Mathematical Proof of Elliptical Orbits

[Celso]

How is it mathematically proven that gravitational orbits are elliptical?

 

[phyzguy]

Newton showed in the Principia in 1687 that bodies orbiting under the influence of a 1/r^2 force will move in elliptical orbits. This Wikipedia page describes the argument, both Newton's derivation and a more modern derivation.

 

[fresh_42]

How is it mathematically proven that gravitational orbits are elliptical?

Here's the math: https://de.wikipedia.org/wiki/Keplersche_Gesetze#1._Keplersches_Gesetz_(Ellipsensatz)

I haven't seen it on the English version, but as the formulas don't need to be translated, it should do.

 

[gneill]

Note that in general any conic section is a solution to the differential equation of motion in an inverse square field. Thus "orbits? can be circular, elliptical, hyperbolic, parabolic, and even straight lines (a so-called "degenerate orbit" where the object just drops straight into the Sun).

 

[Orodruin]

While you have been given the answer to why orbits are elliptical in Newton's theory of gravitation, I think it is relevant to point out that you can only prove things mathematically under some assumptions - in this case that Newtonian mechanics hold and that the gravitational centripetal force is given by an attractive 1/r potential.

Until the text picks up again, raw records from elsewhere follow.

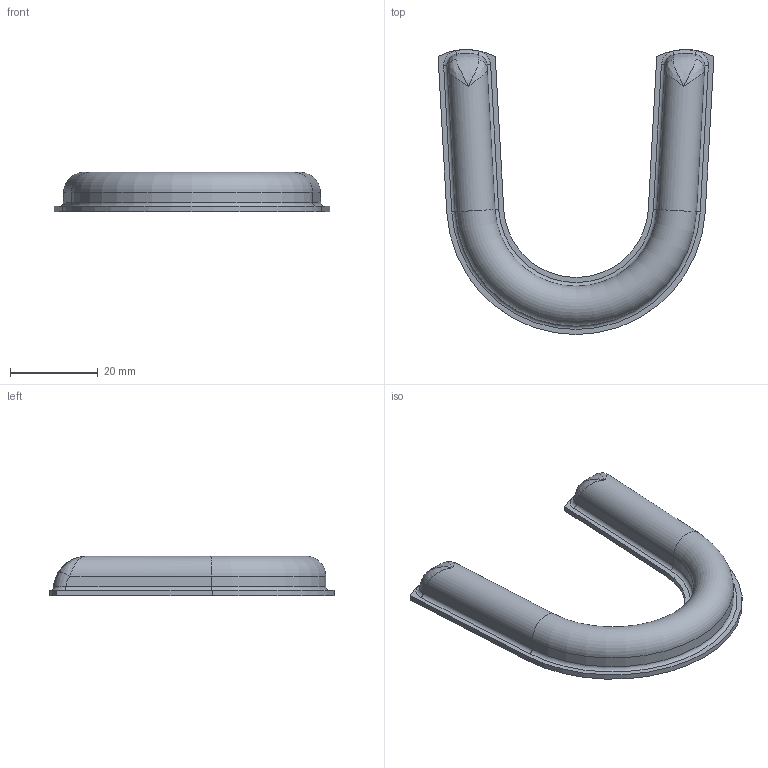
import cadquery as cq
import math

bend_radius = 23.0
leg_spread_angle = 3.17
overall_height = 9.0
end_y = 35.47

flange_width = 13.0
flange_thickness = 1.2
end_arc_radius = 14.0

bar_width = 9.0
foot_fillet = 0.85

nose_setback = 0.9
nose_radius = 7.5
nose_edge_fillet = 2.5

cut_margin = 5.0

crown_radius = bar_width / 2
crown_centre_z = overall_height - crown_radius
spread = math.radians(leg_spread_angle)
end_arc_y = end_y - end_arc_radius
end_arc_x = (bend_radius + end_y * math.sin(spread)) / math.cos(spread)
nose_base_radius = end_arc_radius - nose_setback
nose_apex_radius = nose_base_radius - nose_radius
nose_centre_z = overall_height - nose_radius
leg_length = end_y + cut_margin


def tangent_point(radius):
    """Point where the bend circle of this radius runs into the right leg."""
    return radius * math.cos(spread), -radius * math.sin(spread)


def end_corner(radius):
    """Point where the right leg line tangent to this bend circle meets the end arc."""
    normal = (math.cos(spread), -math.sin(spread))
    along = (math.sin(spread), math.cos(spread))
    offset = radius - (end_arc_x * normal[0] + end_arc_y * normal[1])
    reach = end_arc_x * along[0] + end_arc_y * along[1] + math.sqrt(end_arc_radius**2 - offset**2)
    return radius * normal[0] + reach * along[0], radius * normal[1] + reach * along[1]


def mirrored(point):
    """Matching point on the left leg."""
    return -point[0], point[1]


def make_flange():
    """Flat U-shaped flange with convex leg ends."""
    outer = bend_radius + flange_width / 2
    inner = bend_radius - flange_width / 2
    return (
        cq.Workplane("XY")
        .moveTo(*tangent_point(outer))
        .lineTo(*end_corner(outer))
        .threePointArc((end_arc_x, end_y), end_corner(inner))
        .lineTo(*tangent_point(inner))
        .threePointArc((0, -inner), mirrored(tangent_point(inner)))
        .lineTo(*mirrored(end_corner(inner)))
        .threePointArc((-end_arc_x, end_y), mirrored(end_corner(outer)))
        .lineTo(*mirrored(tangent_point(outer)))
        .threePointArc((0, -outer), tangent_point(outer))
        .close()
        .extrude(flange_thickness)
    )


def bar_section():
    """Upright section with a semicircular crown, centred on the bend radius in the XZ plane."""
    left = bend_radius - crown_radius
    right = bend_radius + crown_radius
    return (
        cq.Workplane("XZ")
        .moveTo(left, 0)
        .lineTo(right, 0)
        .lineTo(right, crown_centre_z)
        .threePointArc((bend_radius, overall_height), (left, crown_centre_z))
        .close()
    )


def make_nose_cutter():
    """Ring segment that leaves a nose curved both in plan and in height at the end of the right leg."""
    rim = end_arc_radius + cut_margin
    top = overall_height + cut_margin
    diagonal = nose_radius * math.sqrt(0.5)
    return (
        cq.Workplane("XZ")
        .moveTo(nose_apex_radius, overall_height)
        .threePointArc(
            (nose_apex_radius + diagonal, nose_centre_z + diagonal),
            (nose_base_radius, nose_centre_z),
        )
        .lineTo(nose_base_radius, 0)
        .lineTo(rim, 0)
        .lineTo(rim, top)
        .lineTo(nose_apex_radius, top)
        .close()
        .revolve(180, (0, 0, 0), (0, 1, 0))
        .translate((end_arc_x, end_arc_y, 0))
    )


def make_leg():
    """Right leg of the bar, with its nose cut to shape and the edges of the nose rounded."""
    leg = bar_section().extrude(-leg_length).rotate((0, 0, 0), (0, 0, 1), -leg_spread_angle)
    leg = leg.cut(make_nose_cutter())
    upright_edges = leg.edges("|Z").edges(">Y or >>Y[-2]")
    crest_edges = leg.edges("%BSPLINE")
    return leg.newObject(upright_edges.vals() + crest_edges.vals()).fillet(nose_edge_fillet)


def make_bend():
    """Bar section swept around the bend, from the right leg to the left leg."""
    sweep_angle = 180 - 2 * leg_spread_angle
    bend = bar_section().revolve(sweep_angle, (0, 0, 0), (0, -1, 0))
    return bend.rotate((0, 0, 0), (0, 0, 1), -leg_spread_angle)


def round_foot(part):
    """Blend the bar into the flange all around its foot."""
    flange_top = part.faces("+Z").val()
    foot_edges = flange_top.innerWires()[0].Edges()
    return part.newObject(foot_edges).fillet(foot_fillet)


right_leg = make_leg()
left_leg = right_leg.mirror("YZ")
bar = make_bend().union(right_leg).union(left_leg)
result = round_foot(make_flange().union(bar))

However, in physics there really is only one way of testing predictions and that is to make experimental measurements. As it turns out, planetary orbits (even correcting for the gravitational influence of other celestial bodies) are not elliptical (although very close to). The discrepancy between the prediction of Newton's theory and measurements, most apparent as the perihelion shift of Mercury, is accounted for in general relativity.